La crise n’est pas finie. Elle ne fait même que commencer. Et si à ce jour, on ne sait toujours pas ni quand, ni comment nous en sortirons, il semble acquis qu’elle n’est pas conjoncturelle, mais bien structurelle, en ce sens où nous assistons à un changement de paradigme économique jusqu’ici fondé sur la dette.
Pour le moment, le débat est donc entre les mains des économistes. Il consiste à recréer au plus vite les conditions d’une croissance auto-entretenue. Mais demain, une fois la croissance revenue, il se déplacera sur le terrain fiscal. Il conviendra alors de remédier à la fois à la situation délicate de nos finances publiques et à la cause première de la crise que nous traversons : le creusement des inégalités au cours des trente dernières années. C’est pourquoi la question de la hausse des impôts et de la redistribution des richesses recrées sont à l’ordre du jour. Si nous ajoutons à cela que notre système fiscal est à bout de souffle, qu’il a eu ses vertus, à une époque où il s’inscrivait dans une conjoncture, un cycle, un mouvement devenus obsolètes, alors oui une réforme fiscale est nécessaire. Et la sortie de crise sera le bon moment pour la réaliser.
Chacun s’accorde à penser que pour être légitime aux yeux des citoyens, un système fiscal moderne doit reposer sur un tryptique : il doit être efficace (procurer des recettes à l’Etat), équitable (consolider le contrat social), et simple (être compréhensible par tous). Si on soumet notre fiscalité du patrimoine (impôt sur le revenu, ISF et droits de succession) à ces trois filtres, on constate à quel point elle dévalorise le travail, l’égalité des chances et donc le mérite. Et cela malgré les discours élégiaques de nos hommes politiques, de droite comme de gauche. En un mot, notre système fiscal marche sur la tête !
L’impôt sur le revenu ? Avec une assiette étroite essentiellement concentrée sur le travail, des taux relativement élevés, le tout truffé d’exonérations en tout genre, les célèbres niches fiscales, il ressemble à un gruyère dont les trous seraient plus importants que la matière consommable ! Résultat, il ne rapporte que 55 milliards d’euros, soit à peine 20% des recettes de l’Etat. Pour beaucoup, son avenir passe par une fusion avec la CSG.

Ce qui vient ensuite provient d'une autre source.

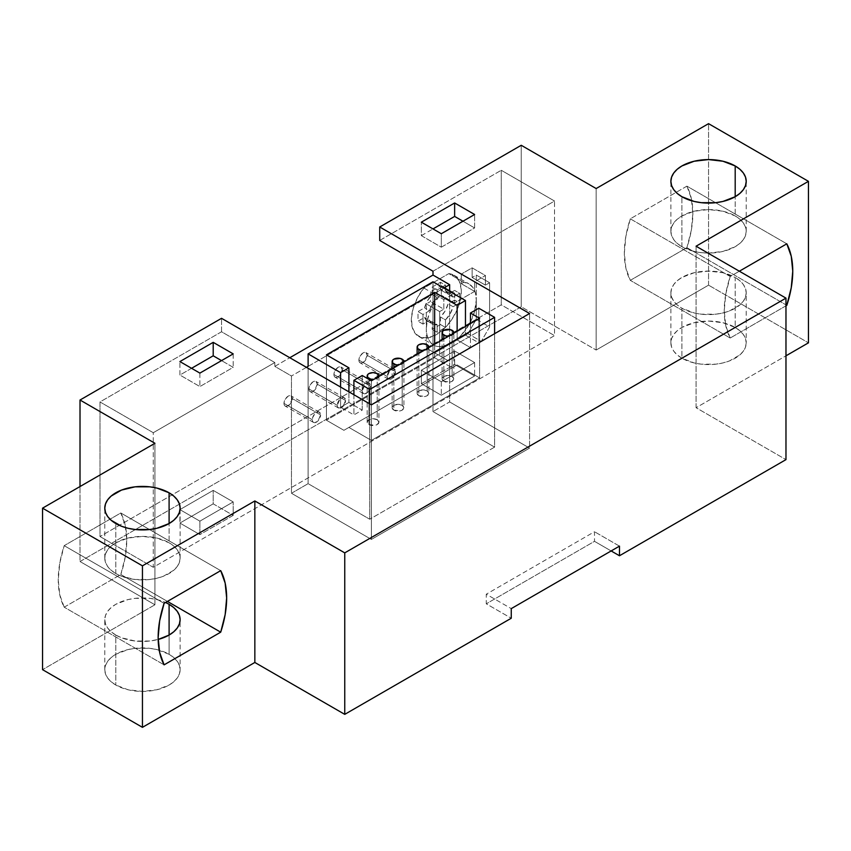 <?xml version="1.0" encoding="UTF-8"?>
<svg xmlns="http://www.w3.org/2000/svg" width="851" height="851" viewBox="0 0 851 851"><rect width="100%" height="100%" fill="white"/><g stroke="black" fill="none" stroke-linecap="round" stroke-linejoin="round"><path stroke-width="0.64" stroke-dasharray="4.25 3.19" d="M320.604 414.926L292.297 398.587A5.883 3.404 120 0 0 291.085 395.885A5.883 3.404 120 0 0 286.542 397.47A5.883 3.404 120 0 0 283.979 403.395L312.285 419.734A5.883 3.404 -60 0 1 314.849 413.809A5.883 3.404 -60 0 1 319.391 412.235A5.883 3.404 -60 0 1 320.604 414.926L319.391 412.235L318.04 411.969L314.849 413.809L312.594 417.713L312.594 421.394L313.498 422.426L314.849 422.692L318.04 420.851L320.604 414.926L292.297 398.587L289.734 404.512L286.542 406.352L285.191 406.087A5.883 3.404 120 0 0 289.734 404.512A5.883 3.404 120 0 0 292.297 398.587L291.085 395.885L288.138 396.183L285.191 399.289L283.979 403.395A5.883 3.404 120 0 0 285.191 406.087L283.979 403.395L312.285 419.734A5.883 3.404 120 0 0 313.498 422.426A5.883 3.404 120 0 0 318.04 420.851A5.883 3.404 120 0 0 320.604 414.926M345.58 400.502L317.274 384.163A5.883 3.404 120 0 0 316.051 381.471A5.883 3.404 120 0 0 311.519 383.046A5.883 3.404 120 0 0 308.945 388.971L337.251 405.31A5.883 3.404 -60 0 1 339.826 399.385A5.883 3.404 -60 0 1 344.357 397.811A5.883 3.404 -60 0 1 345.58 400.502L344.357 397.811L343.006 397.545L339.826 399.385L337.251 405.31L338.475 408.012L341.421 407.714L343.006 406.427L345.58 400.502L317.274 384.163L314.71 390.088L311.519 391.928L310.168 391.662A5.883 3.404 120 0 0 314.71 390.088A5.883 3.404 120 0 0 317.274 384.163L316.051 381.471L313.115 381.759L310.168 384.865L308.945 388.971A5.883 3.404 120 0 0 310.168 391.662L308.945 388.971L337.251 405.31A5.883 3.404 120 0 0 338.475 408.012A5.883 3.404 120 0 0 343.006 406.427A5.883 3.404 120 0 0 345.58 400.502M370.557 386.088L342.251 369.749A5.883 3.404 120 0 0 341.028 367.047A5.883 3.404 120 0 0 336.496 368.632A5.883 3.404 120 0 0 333.922 374.557L362.228 390.896A5.883 3.404 -60 0 1 364.802 384.971A5.883 3.404 -60 0 1 369.334 383.397A5.883 3.404 -60 0 1 370.557 386.088L370.238 384.429L367.983 383.131L364.802 384.971L362.228 390.896L363.451 393.587L364.802 393.853L367.983 392.013L370.557 386.088L342.251 369.749L339.677 375.674L336.496 377.514L335.145 377.248A5.883 3.404 120 0 0 339.677 375.674A5.883 3.404 120 0 0 342.251 369.749L341.028 367.047L338.092 367.345L335.145 370.451L333.922 374.557A5.883 3.404 120 0 0 335.145 377.248L333.922 374.557L362.228 390.896A5.883 3.404 120 0 0 363.451 393.587A5.883 3.404 120 0 0 367.983 392.013A5.883 3.404 120 0 0 370.557 386.088M378.94 422.139L377.216 424.543L375.302 425.277L368.887 424.543L368.887 379.355L368.887 424.543A5.883 3.393 180 0 1 367.164 422.139A5.883 3.393 180 0 1 370.802 419A5.883 3.393 180 0 1 377.216 419.734L377.216 373.589L377.216 419.734L373.057 418.735L368.887 419.734L367.164 422.139L368.887 424.543A5.883 3.393 0 0 0 375.302 425.277A5.883 3.393 0 0 0 378.94 422.139A5.883 3.393 0 0 0 377.216 419.734L378.94 422.139L378.94 375.993L377.216 378.397L373.057 379.397M378.876 376.472A5.883 3.393 180 0 1 373.887 379.355M403.917 407.714L402.193 410.118L400.278 410.852L393.864 410.118L393.864 367.823L393.864 410.118A5.883 3.393 180 0 1 392.141 407.714A5.883 3.393 180 0 1 395.779 404.576A5.883 3.393 180 0 1 402.193 405.31L402.193 359.175L402.193 405.31L398.023 404.321L393.864 405.31L392.141 407.714L393.864 410.118A5.883 3.393 0 0 0 400.278 410.852A5.883 3.393 0 0 0 403.917 407.714A5.883 3.393 0 0 0 402.193 405.31L403.917 407.714L403.917 361.579L402.193 363.973L398.023 364.973M403.853 362.058A5.883 3.393 180 0 1 398.864 364.941M428.893 393.3L427.17 395.704L425.255 396.438L418.841 395.704L418.841 353.399L418.841 395.704A5.883 3.393 180 0 1 417.118 393.3A5.883 3.393 180 0 1 420.745 390.162A5.883 3.393 180 0 1 427.17 390.896L427.17 344.751L427.17 390.896L423 389.896L418.841 390.896L417.118 393.3L418.841 395.704A5.883 3.393 0 0 0 425.255 396.438A5.883 3.393 0 0 0 428.893 393.3A5.883 3.393 0 0 0 427.17 390.896L428.893 393.3L428.893 347.155L427.17 349.559L423 350.559M428.83 347.634A5.883 3.393 180 0 1 423.83 350.516M395.534 371.664L367.228 355.324A5.883 3.404 120 0 0 366.004 352.633A5.883 3.404 120 0 0 361.473 354.207A5.883 3.404 120 0 0 358.899 360.133L387.205 376.472A5.883 3.404 -60 0 1 389.779 370.547A5.883 3.404 -60 0 1 394.311 368.972A5.883 3.404 -60 0 1 395.534 371.664L394.311 368.972L392.96 368.706L389.779 370.547L387.205 376.472L388.428 379.174L391.364 378.876L392.96 377.589L395.534 371.664L367.228 355.324L364.654 361.25L361.473 363.09L360.122 362.824A5.883 3.404 120 0 0 364.654 361.25A5.883 3.404 120 0 0 367.228 355.324L366.004 352.633L363.058 352.92L360.122 356.026L358.899 360.133A5.883 3.404 120 0 0 360.122 362.824L358.899 360.133L387.205 376.472A5.883 3.404 120 0 0 388.428 379.174A5.883 3.404 120 0 0 392.96 377.589A5.883 3.404 120 0 0 395.534 371.664M453.86 378.876L452.136 381.28L450.232 382.014L443.818 381.28L443.818 338.985L443.818 381.28A5.883 3.393 180 0 1 442.095 378.876A5.883 3.393 180 0 1 445.722 375.738A5.883 3.393 180 0 1 452.136 376.472L452.136 330.337L452.136 376.472L447.977 375.482L443.818 376.472L442.095 378.876L443.818 381.28A5.883 3.393 0 0 0 450.232 382.014A5.883 3.393 0 0 0 453.86 378.876A5.883 3.393 0 0 0 452.136 376.472L453.86 378.876L453.86 332.73L452.136 335.134L447.977 336.134M453.806 333.22A5.883 3.393 180 0 1 448.807 336.102M104.779 669.663L104.779 619.677L105.503 615.433L107.641 611.358L111.13 607.593L115.81 604.295L128.033 599.583L135.096 598.349L149.797 598.349L156.871 599.583L165.551 602.497A37.678 21.754 0 0 0 125.884 600.146A37.678 21.754 0 0 0 104.779 619.677A37.678 21.754 0 0 0 115.81 635.059L115.81 685.044A37.678 21.754 180 0 1 104.779 669.663A37.678 21.754 180 0 1 128.033 649.568A37.678 21.754 180 0 1 169.094 654.281L169.094 635.059L169.094 654.281L173.774 657.578L177.253 661.344L179.401 665.418L180.125 669.663L179.401 673.907L177.253 677.992L173.774 681.747L169.094 685.044L156.871 689.757L142.447 691.416L128.033 689.757L115.81 685.044L111.13 681.747L107.641 677.992L105.503 673.907L104.779 669.663L105.503 665.418L107.641 661.344L111.13 657.578L115.81 654.281L128.033 649.568L135.096 648.334L149.797 648.334L156.871 649.568L169.094 654.281A37.678 21.754 0 0 1 180.125 669.663L180.125 619.677M681.906 246.705A37.678 21.754 180 0 1 670.875 231.323A37.678 21.754 180 0 1 694.129 211.229A37.678 21.754 180 0 1 735.19 215.941L735.19 196.719L735.19 215.941A37.678 21.754 180 0 1 746.221 231.323A37.678 21.754 180 0 1 722.967 251.417A37.678 21.754 180 0 1 681.906 246.705L677.226 243.407L673.747 239.642L671.599 235.567L670.875 231.323L671.599 227.079L673.747 222.994L677.226 219.239L681.906 215.941L694.129 211.229L708.553 209.569L722.967 211.229L735.19 215.941L739.87 219.239L743.359 222.994L745.497 227.079L746.221 231.323L745.497 235.567L743.359 239.642L739.87 243.407L735.19 246.705L722.967 251.417L708.553 253.077L701.203 252.651L694.129 251.417L681.906 246.705L681.906 196.719L681.906 246.705M681.906 358.207A37.678 21.754 180 0 1 670.875 342.836A37.678 21.754 180 0 1 694.129 322.731A37.678 21.754 180 0 1 735.19 327.454L735.19 277.469A37.678 21.754 0 0 0 694.129 272.745A37.678 21.754 0 0 0 670.875 292.84A37.678 21.754 0 0 0 681.906 308.222L681.906 358.207L677.226 354.92L673.747 351.155L671.599 347.07L670.875 342.836L671.599 338.592L673.747 334.507L677.226 330.752L681.906 327.454L694.129 322.731L708.553 321.082L722.967 322.731L735.19 327.454L735.19 277.469L722.967 272.745L708.553 271.097L694.129 272.745L681.906 277.469L677.226 280.756L673.747 284.521L671.599 288.595L670.875 292.84L671.599 297.084L673.747 301.169L677.226 304.924L681.906 308.222L681.906 358.207A37.678 21.754 180 0 0 722.967 362.93A37.678 21.754 180 0 0 746.221 342.836L745.497 347.07L743.359 351.155L739.87 354.92L729.477 360.92L722.967 362.93L715.904 364.164L701.203 364.164L694.129 362.93L681.906 358.207M115.81 573.531A37.678 21.754 180 0 1 104.779 558.16A37.678 21.754 180 0 1 128.033 538.055A37.678 21.754 180 0 1 169.094 542.778L169.094 523.546L169.094 542.778A37.678 21.754 180 0 1 180.125 558.16A37.678 21.754 180 0 1 156.871 578.255A37.678 21.754 180 0 1 115.81 573.531L111.13 570.244L107.641 566.479L105.503 562.405L104.779 558.16L105.503 553.916L107.641 549.831L111.13 546.076L115.81 542.778L128.033 538.055L142.447 536.407L156.871 538.055L169.094 542.778L173.774 546.076L177.253 549.831L179.401 553.916L180.125 558.16L179.401 562.405L177.253 566.479L173.774 570.244L163.381 576.244L156.871 578.255L149.797 579.488L135.096 579.488L121.523 576.244L115.81 573.531L115.81 523.546L115.81 573.531M274.82 366.377L289.797 357.728L274.82 366.377L274.82 362.537L274.82 366.377L291.467 375.993L291.467 493.272L308.115 483.655L308.115 368.302L308.115 483.655L369.728 519.227L369.728 403.874L369.728 519.227L308.115 483.655L291.467 493.272L371.387 539.417L529.567 448.094L449.647 401.949L449.647 291.404L449.647 401.949L432.989 411.565L449.647 401.949L529.567 448.094L529.567 313.508L529.567 448.094L371.387 539.417L291.467 493.272L291.467 375.993L274.82 366.377M432.989 271.214L554.533 201.038L554.533 335.624L153.276 567.287L153.276 432.712L274.82 362.537L153.276 432.712L99.992 401.949L99.992 536.524L501.26 304.86L501.26 170.274L554.533 201.038L554.533 335.624L153.276 567.287L99.992 536.524L501.26 304.86L554.533 335.624L501.26 304.86L501.26 170.274L554.533 201.038L432.989 271.214M447.977 360.611L481.272 341.389L489.602 326.965L489.602 282.745L485.442 285.149L485.442 275.543L474.613 281.787L474.613 291.404L454.636 302.935L454.636 293.318L443.818 299.573L443.818 309.19L439.648 311.583L439.648 355.803L447.977 360.611L426.33 348.112L426.33 303.903L430.5 301.499L430.5 291.882L441.318 285.638L441.318 295.244L438.85 296.669A35.317 20.392 120 0 0 426.33 328.89L427.181 320.923L429.691 312.519L433.67 304.243L438.85 296.669L441.318 295.244L441.318 285.638L430.5 291.882L430.5 301.499L426.33 303.903L426.33 328.89A35.317 20.392 120 0 0 433.648 345.059L430.542 342.485L428.234 338.826L426.808 334.241L426.33 328.89L426.33 348.112L434.659 352.92L451.307 343.315L441.754 346.634L437.435 346.463L433.648 345.059A35.317 20.392 120 0 0 451.307 343.315L434.659 352.92L447.977 360.611L481.272 341.389L467.954 333.698L451.307 343.315A35.317 20.392 120 0 0 476.283 300.052L476.283 319.274L467.954 333.698L451.307 343.315L460.87 335.602L468.965 324.667L474.379 312.189L476.283 300.052L476.283 319.274L489.602 326.965L489.602 282.745L476.283 275.064L476.283 300.052A35.317 20.392 120 0 0 468.965 283.883L472.933 287.553L475.432 293.074L476.283 300.052L476.283 275.064L472.124 277.458L476.283 275.064L489.602 282.745L485.442 285.149L472.124 277.458L472.124 267.852L472.124 277.458L485.442 285.149L485.442 275.543L472.124 267.852L461.295 274.096L472.124 267.852L485.442 275.543L474.613 281.787L461.295 274.096L461.295 283.713L461.295 274.096L474.613 281.787L474.613 291.404L461.295 283.713L463.763 282.287L468.954 283.872A35.317 20.392 120 0 0 463.763 282.287L448.785 273.628L423.862 288.021L438.85 296.669L423.862 288.021A35.317 20.392 120 0 0 418.66 336.411A35.317 20.392 120 0 0 453.987 316.019A35.317 20.392 120 0 0 453.987 275.235A35.317 20.392 120 0 0 448.785 273.628L455.083 275.947L459.391 281.447L461.242 289.521L460.455 299.339L457.093 309.838L451.53 319.912L444.35 328.486L436.318 334.656L428.287 337.762L421.117 337.475L415.554 333.826L412.192 327.199L411.405 318.295L413.256 308.073L417.564 297.616L423.862 288.021L448.785 273.628L463.763 282.287L461.295 283.713L474.613 291.404L454.636 302.935L441.318 295.244L454.636 302.935L454.636 293.318L441.318 285.638L454.636 293.318L443.818 299.573L430.5 291.882L443.818 299.573L443.818 309.19L430.5 301.499L443.818 309.19L439.648 311.583L426.33 303.903L439.648 311.583L439.648 355.803L426.33 348.112L447.977 360.611M457.136 364.941L348.91 427.425L371.387 440.403L479.613 377.918L457.136 364.941L343.91 430.308L326.433 420.213L326.433 354.846L326.433 420.213L343.91 430.308L457.136 364.941L479.613 377.918L479.613 318.317L479.613 377.918L371.387 440.403L348.91 427.425L343.91 430.308L457.136 364.941M371.387 380.801L371.387 440.403L371.387 380.801M362.228 410.118L362.228 375.514L362.228 410.118L348.91 402.427L362.228 410.118L353.91 414.926L340.581 407.235L340.581 387.045L340.581 407.235L348.91 402.427L340.581 407.235L353.91 414.926L362.228 410.118M348.91 391.854L348.91 402.427L348.91 391.854M470.454 323.603L470.454 347.634L457.136 339.943L457.136 331.294L457.136 339.943L465.465 335.134L478.783 342.825L478.783 308.222L478.783 342.825L470.454 347.634L457.136 339.943L465.465 335.134L478.783 342.825L470.454 347.634L470.454 323.603M434.659 357.728L452.136 367.823L434.659 357.728L326.433 420.213L434.659 357.728L434.659 344.272L434.659 357.728M443.818 288.032L432.989 294.286L432.989 411.565L494.601 447.126L369.728 519.227L494.601 447.126L494.601 333.698L494.601 447.126L432.989 411.565L432.989 294.286L443.818 288.032M306.456 367.345L291.467 375.993L306.456 367.345M379.716 240.45L501.26 170.274L379.716 240.45M421.341 235.642L441.318 247.184L474.613 227.951L462.965 221.228L474.613 227.951L474.613 214.495L474.613 227.951L441.318 247.184L441.318 233.727L441.318 247.184L421.341 235.642L421.341 222.185L421.341 235.642L432.989 228.919L421.341 235.642M746.221 342.836L745.497 338.592L743.359 334.507L739.87 330.752L735.19 327.454A37.678 21.754 180 0 1 746.221 342.836L746.221 292.84A37.678 21.754 0 0 0 735.19 277.469L739.87 280.756L743.359 284.521L745.497 288.595L746.221 292.84A37.678 21.754 0 0 1 722.967 312.945A37.678 21.754 0 0 1 681.906 308.222L694.129 312.945L701.203 314.179L715.904 314.179L722.967 312.945L729.477 310.934L739.87 304.924L743.359 301.169L745.497 297.084L746.221 292.84M708.553 285.159L708.553 123.661L708.553 285.159L596.157 350.038L596.157 188.539L596.157 350.038L521.237 306.785L521.237 145.287L521.237 306.785L80.015 561.522L80.015 486.538L80.015 561.522L154.935 604.784L154.935 443.286L154.935 604.784L42.55 669.663L154.935 604.784L80.015 561.522L521.237 306.785L596.157 350.038L708.553 285.159L808.45 342.836L708.553 285.159M686.906 186.146L630.293 218.824L730.19 276.501L739.349 271.214L730.19 276.501L725.754 294.074L724.244 310.7L725.754 325.593L730.19 338.028A88.536 51.113 -60 0 1 730.19 276.501L630.293 218.824A88.536 51.113 120 0 0 630.293 280.351L686.906 247.662L785.973 304.86L686.906 247.662A88.536 51.113 120 0 0 686.906 186.146L691.352 198.581L692.852 213.463L691.352 230.1L686.906 247.662L630.293 280.351L625.847 267.916L624.347 253.024L625.847 236.397L630.293 218.824L686.906 186.146L786.803 243.822L686.906 186.146M221.537 331.773L99.992 401.949L99.992 536.524L153.276 567.287L153.276 432.712L99.992 401.949L221.537 331.773L274.82 362.537L221.537 331.773L221.537 318.317L221.537 331.773M64.197 607.178L120.81 574.499L167.424 601.412L120.81 574.499A88.536 51.113 120 0 0 120.81 512.972L64.197 545.661L164.094 603.338L64.197 545.661A88.536 51.113 120 0 0 64.197 607.178L59.751 594.743L58.24 579.861L59.751 563.224L64.197 545.661L120.81 512.972L125.246 525.407L126.756 540.3L125.246 556.926L120.81 574.499L64.197 607.178L164.094 664.854L64.197 607.178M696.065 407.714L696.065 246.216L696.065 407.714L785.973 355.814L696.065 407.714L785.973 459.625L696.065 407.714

L’ISF ? Tout a été dit sur cette vache sacrée, ce totem devant lequel on se prosterne une fois l’an. Mal conçu, symbolique, inéquitable, parfois confiscatoire, peu rentable, il est une spécificité française entre les mains des politiques. Et du même coup, il abandonne le terrain du débat rationnel pour aborder celui du débat passionnel. In fine, il comble d’aise ceux qui pensent encore que l’impôt doit avoir un caractère punitif.
Les droits de succession ? D’une efficacité faible, surtout depuis la loi TEPA qui exonère d’impôt 95 % des successions, ils ne sont équitables ni en matière civile, où l’égalité prime sur l’équité et la liberté de tester, ni en matière fiscale, où ils sont le reflet d’une société plus conservatrice que libérale.
Last but not least, le dernier dénominateur commun à nos trois impôts est certainement leur complexité qui les rend de moins en moins légitimes aux yeux des contribuables. A telle enseigne que notre système fiscal est devenu au fil du temps un mille-feuille fiscal, c’est-à-dire une superposition de réformes sans cohérence d’ensemble.
Répétons-le, la sortie de crise sera certainement le bon moment pour procéder à une réforme fiscale. Mais à trois conditions. D’abord, bien attendre le moment de la sortie de crise afin de ne pas tuer la reprise dans l’oeuf ; ensuite, bien identifier les causes de la crise afin de bien cibler la réforme ; enfin, attendre de connaître les modalités de sortie de crise (croissance, inflation, taux d’intérêt…)
Les décisions qui seront prises en la matière façonneront la France des trente prochaines années. Toute erreur de diagnostic coûterait donc cher. Il est urgent de réfléchir à une réforme fiscale. Mais encore trop tôt pour la mettre en œuvre.